# Required action
Once the line containing "Repository: boiledEgg11/mis-tulto-game-project" is found in the entries below, reproduce it and every line after it, stopping at and including the line containing "velocity += get_gravity()"; reproduce nothing else, and keep each line exact.

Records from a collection
- - - - - - -

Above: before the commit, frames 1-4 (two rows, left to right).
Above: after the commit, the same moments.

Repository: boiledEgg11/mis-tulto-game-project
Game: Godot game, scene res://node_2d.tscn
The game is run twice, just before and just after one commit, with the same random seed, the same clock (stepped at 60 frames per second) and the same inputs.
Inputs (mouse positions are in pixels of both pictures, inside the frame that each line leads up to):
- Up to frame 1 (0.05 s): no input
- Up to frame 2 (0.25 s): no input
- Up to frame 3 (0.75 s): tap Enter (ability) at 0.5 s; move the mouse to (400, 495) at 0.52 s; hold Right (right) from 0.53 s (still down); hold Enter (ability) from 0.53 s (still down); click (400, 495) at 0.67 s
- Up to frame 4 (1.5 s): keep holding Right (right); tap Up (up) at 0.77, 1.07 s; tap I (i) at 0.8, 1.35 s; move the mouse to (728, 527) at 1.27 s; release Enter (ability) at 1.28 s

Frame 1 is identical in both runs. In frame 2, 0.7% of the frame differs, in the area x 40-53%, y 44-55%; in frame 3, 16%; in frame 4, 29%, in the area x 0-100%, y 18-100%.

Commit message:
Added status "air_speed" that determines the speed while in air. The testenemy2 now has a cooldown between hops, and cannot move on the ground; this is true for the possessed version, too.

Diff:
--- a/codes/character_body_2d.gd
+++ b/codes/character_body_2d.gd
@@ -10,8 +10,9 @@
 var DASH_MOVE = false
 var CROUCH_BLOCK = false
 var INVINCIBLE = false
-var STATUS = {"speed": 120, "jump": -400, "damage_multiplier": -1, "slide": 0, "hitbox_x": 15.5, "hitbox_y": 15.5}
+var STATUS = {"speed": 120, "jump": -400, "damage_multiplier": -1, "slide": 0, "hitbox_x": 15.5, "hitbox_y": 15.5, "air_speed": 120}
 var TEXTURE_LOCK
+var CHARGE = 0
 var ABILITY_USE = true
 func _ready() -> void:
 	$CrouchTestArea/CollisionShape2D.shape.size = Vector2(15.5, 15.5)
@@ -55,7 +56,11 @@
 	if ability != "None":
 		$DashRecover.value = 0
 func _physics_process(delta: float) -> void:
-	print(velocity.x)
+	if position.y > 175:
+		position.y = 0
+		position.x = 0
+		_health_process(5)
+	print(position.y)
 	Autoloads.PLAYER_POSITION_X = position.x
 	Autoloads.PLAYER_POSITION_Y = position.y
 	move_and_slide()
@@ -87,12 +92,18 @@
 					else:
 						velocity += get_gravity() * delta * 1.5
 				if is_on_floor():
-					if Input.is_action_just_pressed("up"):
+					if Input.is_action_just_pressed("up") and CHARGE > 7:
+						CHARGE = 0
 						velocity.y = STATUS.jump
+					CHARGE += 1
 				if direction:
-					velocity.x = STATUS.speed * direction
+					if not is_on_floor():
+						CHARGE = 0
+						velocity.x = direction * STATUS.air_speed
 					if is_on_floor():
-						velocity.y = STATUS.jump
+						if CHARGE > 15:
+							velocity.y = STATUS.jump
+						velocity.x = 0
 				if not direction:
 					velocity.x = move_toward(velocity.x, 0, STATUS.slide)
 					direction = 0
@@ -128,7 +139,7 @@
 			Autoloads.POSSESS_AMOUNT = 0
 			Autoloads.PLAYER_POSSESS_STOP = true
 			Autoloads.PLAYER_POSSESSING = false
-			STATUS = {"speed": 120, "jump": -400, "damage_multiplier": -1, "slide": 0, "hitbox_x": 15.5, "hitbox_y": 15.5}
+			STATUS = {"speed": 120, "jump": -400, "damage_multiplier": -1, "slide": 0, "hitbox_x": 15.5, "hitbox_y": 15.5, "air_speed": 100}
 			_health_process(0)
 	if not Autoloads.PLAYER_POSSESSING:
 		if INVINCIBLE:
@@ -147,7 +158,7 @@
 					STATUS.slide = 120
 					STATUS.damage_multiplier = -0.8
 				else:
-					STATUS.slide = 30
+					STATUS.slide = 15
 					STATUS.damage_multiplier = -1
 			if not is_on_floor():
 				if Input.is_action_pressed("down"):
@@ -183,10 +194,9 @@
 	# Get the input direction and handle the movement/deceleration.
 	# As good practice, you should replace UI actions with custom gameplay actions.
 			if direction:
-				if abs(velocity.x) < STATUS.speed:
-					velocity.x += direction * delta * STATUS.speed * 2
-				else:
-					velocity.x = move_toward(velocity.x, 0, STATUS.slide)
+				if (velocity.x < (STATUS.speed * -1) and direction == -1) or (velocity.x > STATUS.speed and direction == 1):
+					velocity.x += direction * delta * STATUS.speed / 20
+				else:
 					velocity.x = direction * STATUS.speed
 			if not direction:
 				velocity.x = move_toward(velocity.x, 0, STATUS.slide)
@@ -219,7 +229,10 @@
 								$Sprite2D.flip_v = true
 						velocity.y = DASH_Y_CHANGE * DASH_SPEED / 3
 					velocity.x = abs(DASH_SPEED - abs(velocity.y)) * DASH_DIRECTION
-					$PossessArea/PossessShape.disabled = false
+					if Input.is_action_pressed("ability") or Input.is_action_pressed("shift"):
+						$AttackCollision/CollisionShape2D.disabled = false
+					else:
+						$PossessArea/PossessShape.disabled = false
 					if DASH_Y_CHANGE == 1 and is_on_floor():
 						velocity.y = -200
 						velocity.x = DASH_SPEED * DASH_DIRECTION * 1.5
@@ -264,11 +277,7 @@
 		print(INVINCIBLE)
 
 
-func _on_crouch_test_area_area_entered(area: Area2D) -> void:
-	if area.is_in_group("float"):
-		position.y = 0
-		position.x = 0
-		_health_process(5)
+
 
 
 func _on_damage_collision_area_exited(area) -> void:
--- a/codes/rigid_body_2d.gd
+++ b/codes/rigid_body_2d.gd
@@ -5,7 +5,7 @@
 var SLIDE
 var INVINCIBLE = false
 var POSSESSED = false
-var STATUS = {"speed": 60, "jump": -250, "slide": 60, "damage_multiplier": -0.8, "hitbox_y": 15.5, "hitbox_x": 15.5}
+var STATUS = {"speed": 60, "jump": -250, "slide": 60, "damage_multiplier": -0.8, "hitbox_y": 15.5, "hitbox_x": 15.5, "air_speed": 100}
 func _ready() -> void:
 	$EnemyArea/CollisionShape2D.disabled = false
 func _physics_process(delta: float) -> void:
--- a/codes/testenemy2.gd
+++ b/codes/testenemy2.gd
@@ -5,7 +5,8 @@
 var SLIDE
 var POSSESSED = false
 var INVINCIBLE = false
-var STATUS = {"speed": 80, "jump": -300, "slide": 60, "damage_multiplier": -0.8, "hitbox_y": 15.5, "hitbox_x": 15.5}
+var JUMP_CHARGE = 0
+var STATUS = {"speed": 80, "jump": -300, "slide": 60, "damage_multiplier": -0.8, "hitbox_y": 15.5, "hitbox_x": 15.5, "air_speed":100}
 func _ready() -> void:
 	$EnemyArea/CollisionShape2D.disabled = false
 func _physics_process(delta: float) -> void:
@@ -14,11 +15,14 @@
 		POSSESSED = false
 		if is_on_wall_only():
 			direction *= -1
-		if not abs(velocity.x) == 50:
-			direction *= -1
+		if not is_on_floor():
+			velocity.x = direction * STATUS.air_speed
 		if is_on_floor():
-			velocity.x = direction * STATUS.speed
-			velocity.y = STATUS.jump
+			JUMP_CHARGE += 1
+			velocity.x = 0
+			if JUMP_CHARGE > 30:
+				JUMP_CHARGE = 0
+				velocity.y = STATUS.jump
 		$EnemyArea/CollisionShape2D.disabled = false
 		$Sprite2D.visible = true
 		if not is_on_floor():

- - - - - - -

# Solution to the exercise
Repository: boiledEgg11/mis-tulto-game-project
Game: Godot game, scene res://node_2d.tscn
The game is run twice, just before and just after one commit, with the same random seed, the same clock (stepped at 60 frames per second) and the same inputs.
Inputs (mouse positions are in pixels of both pictures, inside the frame that each line leads up to):
- Up to frame 1 (0.05 s): no input
- Up to frame 2 (0.25 s): no input
- Up to frame 3 (0.75 s): tap Enter (ability) at 0.5 s; move the mouse to (400, 495) at 0.52 s; hold Right (right) from 0.53 s (still down); hold Enter (ability) from 0.53 s (still down); click (400, 495) at 0.67 s
- Up to frame 4 (1.5 s): keep holding Right (right); tap Up (up) at 0.77, 1.07 s; tap I (i) at 0.8, 1.35 s; move the mouse to (728, 527) at 1.27 s; release Enter (ability) at 1.28 s

Frame 1 is identical in both runs. In frame 2, 0.7% of the frame differs, in the area x 40-53%, y 44-55%; in frame 3, 16%; in frame 4, 29%, in the area x 0-100%, y 18-100%.

Commit message:
Added status "air_speed" that determines the speed while in air. The testenemy2 now has a cooldown between hops, and cannot move on the ground; this is true for the possessed version, too.

Diff:
--- a/codes/character_body_2d.gd
+++ b/codes/character_body_2d.gd
@@ -10,8 +10,9 @@
 var DASH_MOVE = false
 var CROUCH_BLOCK = false
 var INVINCIBLE = false
-var STATUS = {"speed": 120, "jump": -400, "damage_multiplier": -1, "slide": 0, "hitbox_x": 15.5, "hitbox_y": 15.5}
+var STATUS = {"speed": 120, "jump": -400, "damage_multiplier": -1, "slide": 0, "hitbox_x": 15.5, "hitbox_y": 15.5, "air_speed": 120}
 var TEXTURE_LOCK
+var CHARGE = 0
 var ABILITY_USE = true
 func _ready() -> void:
 	$CrouchTestArea/CollisionShape2D.shape.size = Vector2(15.5, 15.5)
@@ -55,7 +56,11 @@
 	if ability != "None":
 		$DashRecover.value = 0
 func _physics_process(delta: float) -> void:
-	print(velocity.x)
+	if position.y > 175:
+		position.y = 0
+		position.x = 0
+		_health_process(5)
+	print(position.y)
 	Autoloads.PLAYER_POSITION_X = position.x
 	Autoloads.PLAYER_POSITION_Y = position.y
 	move_and_slide()
@@ -87,12 +92,18 @@
 					else:
 						velocity += get_gravity() * delta * 1.5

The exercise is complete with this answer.